Their vote earned Detrick compensation of $296,800 in 2022, excluding retirement and non-taxable benefits.

Of that, $50,000 was a one-time bonus taken out of a $5 million grant meant for homeless families to find stable homes, according to meeting minutes.

Detrick’s pay was the highest of any chief executive at the 18 agencies making up the Wisconsin anti-poverty coalition WISCAP in 2022. The compensation kept up a practice at Newcap of giving 1% of all new money it received as a bonus to Detrick, a provision included in her personal services agreements since at least 2019 and an incentive that’s raised ethics concerns.

“This kind of arrangement creates an inherent conflict of interest,” said Laurie Styron, executive director at Charity Watch, the independent national charity watchdog organization.

Detrick declined multiple times to be interviewed about her compensation by the Green Bay Press-Gazette in 2025.

Tom Sieber, currently Newcap’s executive committee chairman and former chairman in 2022 of the personnel committee that had suggested Detrick’s pay contract, declined to comment on “issues recently brought to our attention,” he said in a Feb. 12 email.

Sieber was referring to WLUK-TV reports last week that raised financial concerns about the nonprofit and has prompted calls from several state legislators for an independent investigation into Newcap.

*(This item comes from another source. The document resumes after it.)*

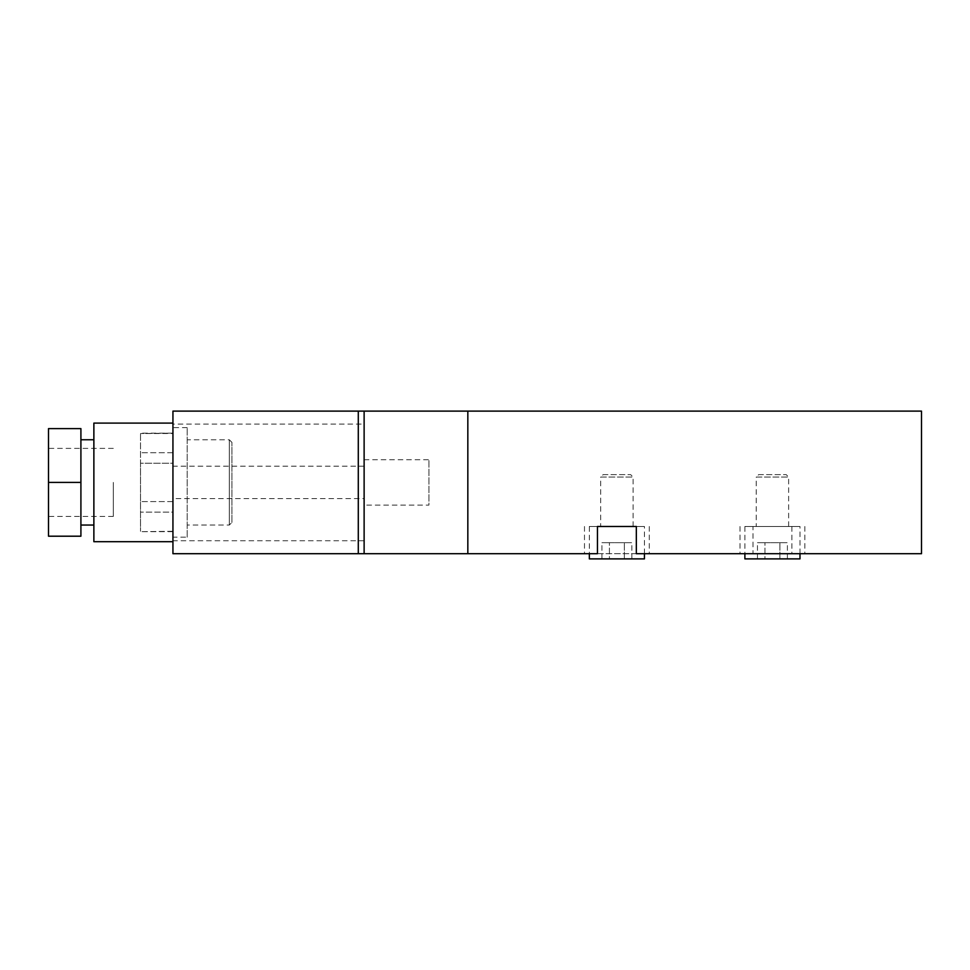 <?xml version="1.0" encoding="UTF-8"?>
<svg xmlns="http://www.w3.org/2000/svg" width="970" height="970" viewBox="0 0 970 970"><rect width="100%" height="100%" fill="white"/><g stroke="black" fill="none" stroke-linecap="round" stroke-linejoin="round"><path stroke-width="0.73" stroke-dasharray="4.85 3.64" d="M231.915 522.454L231.915 442.368L231.915 522.454L229.32 525.049L187.198 525.049L187.198 439.774L187.198 525.049M229.32 525.049L229.32 439.774L229.32 525.049M187.198 537.174L187.198 427.637L187.198 537.174L172.939 537.174L172.939 427.637L172.939 537.174M172.939 463.224L172.939 501.587L172.939 452.711L172.939 463.224L140.529 463.224L140.529 433.153L140.529 531.293L140.529 463.224L172.939 463.224M172.939 433.529L172.939 452.711L172.939 433.153L140.529 433.529L172.939 433.529M172.939 512.111L172.939 531.293L172.939 512.111L140.529 512.111L172.939 512.111M172.939 531.293L140.529 531.669L172.939 531.293M172.939 501.587L140.529 501.587L172.939 501.587M172.939 452.711L140.529 452.711L172.939 452.711M358.294 411.11L172.939 411.11L358.294 411.11L358.294 553.7L172.939 553.7L172.939 411.11L172.939 553.7L358.294 553.7M172.939 447.982L172.939 541.709L172.939 447.982M93.872 423.102L93.872 541.709M93.872 482.405L93.872 439.762L93.872 482.405M80.91 482.405L80.91 428.619L48.5 428.619L48.5 536.204L80.91 536.204L80.91 482.405L48.5 482.405M113.308 482.405L113.308 516.428L113.308 482.405M364.126 424.084L364.126 553.7L172.939 553.7L172.939 411.11L364.126 411.11L364.126 424.084L172.939 424.084M172.939 498.604L172.939 466.206L172.939 498.604L364.126 498.604L364.126 466.206L364.126 498.604M589.348 526.48L644.432 526.48L589.348 526.48L589.348 553.7M644.432 558.89L589.348 558.89M609.415 558.89L631.846 558.89L609.415 558.89L609.415 542.679L601.933 542.679L631.846 542.679L609.415 542.679L609.415 558.89M603.122 474.633L630.658 474.633L603.122 474.633L600.685 477.058L633.095 477.058L600.685 477.058L600.685 526.48L633.095 526.48L600.685 526.48M601.933 558.89L601.933 542.679M624.365 558.89L624.365 542.679L624.365 558.89M631.846 558.89L631.846 542.679M467.831 553.7L467.831 411.11L467.831 553.7L752.987 553.7L752.987 526.48L791.884 526.48L791.884 553.7L921.5 553.7L921.5 411.11L467.831 411.11L467.831 553.7L364.126 553.7L364.126 411.11L467.831 411.11M364.126 505.091L364.126 459.719L364.126 505.091L428.934 505.091L428.934 459.719L428.934 505.091M597.447 553.7L636.332 553.7M597.447 526.48L636.332 526.48M791.884 553.7L752.987 553.7M791.884 526.48L752.987 526.48M744.887 526.48L799.983 526.48L744.887 526.48L744.887 553.7M799.983 558.89L744.887 558.89M764.954 558.89L787.397 558.89L764.954 558.89L764.954 542.679L757.473 542.679L787.397 542.679L764.954 542.679L764.954 558.89M758.661 474.633L786.209 474.633L758.661 474.633L756.236 477.058L788.634 477.058L756.236 477.058L756.236 526.48L788.634 526.48L756.236 526.48M757.473 558.89L757.473 542.679M779.916 558.89L779.916 542.679L779.916 558.89M787.397 558.89L787.397 542.679M364.126 540.739L172.939 540.739M231.915 442.368L229.32 439.774L187.198 439.774M187.198 427.637L172.939 427.637M172.939 433.153L140.529 433.153M172.939 531.669L140.529 531.669M113.308 448.382L48.5 448.382M113.308 516.428L48.5 516.428M364.126 466.206L172.939 466.206M644.432 553.7L644.432 526.48M633.095 526.48L633.095 477.058L630.658 474.633M584.486 526.48L584.486 553.7M649.294 526.48L649.294 553.7M740.025 526.48L740.025 553.7M804.845 526.48L804.845 553.7M364.126 459.719L428.934 459.719M799.983 553.7L799.983 526.48M788.634 526.48L788.634 477.058L786.209 474.633"/><path stroke-width="1.45" d="M358.294 411.11L358.294 553.7L172.939 553.7L172.939 411.11L364.126 411.11L364.126 553.7L358.294 553.7M172.939 541.709L93.872 541.709L93.872 423.102L172.939 423.102M48.5 482.405L48.5 428.619L80.91 428.619L80.91 536.204L48.5 536.204L48.5 482.405L80.91 482.405M597.447 526.48L636.332 526.48L636.332 553.7L921.5 553.7L921.5 411.11L467.831 411.11L467.831 553.7L597.447 553.7L597.447 526.48M644.432 553.7L644.432 558.89L589.348 558.89L589.348 553.7M467.831 411.11L364.126 411.11L364.126 553.7L467.831 553.7M799.983 553.7L799.983 558.89L744.887 558.89L744.887 553.7M93.872 439.762L80.91 439.762M93.872 525.049L80.91 525.049"/></g></svg>

“I was deeply concerned to learn of the serious and credible allegations of the misuse of funds at Newcap,” said state Sen. Jamie Wall, D-Green Bay. “The thousands of people who rely on their services deserve better, and we all expect integrity and transparency from organizations entrusted with public and charitable dollars.”

1% of all new money as a bonus

First established in 1965, Newcap serves 10 counties from the Northwoods to the bay of Green Bay. It’s under WISCAP, the statewide network of 18 anti-poverty agencies, each running its regional programs meant to move people up the economic ladder.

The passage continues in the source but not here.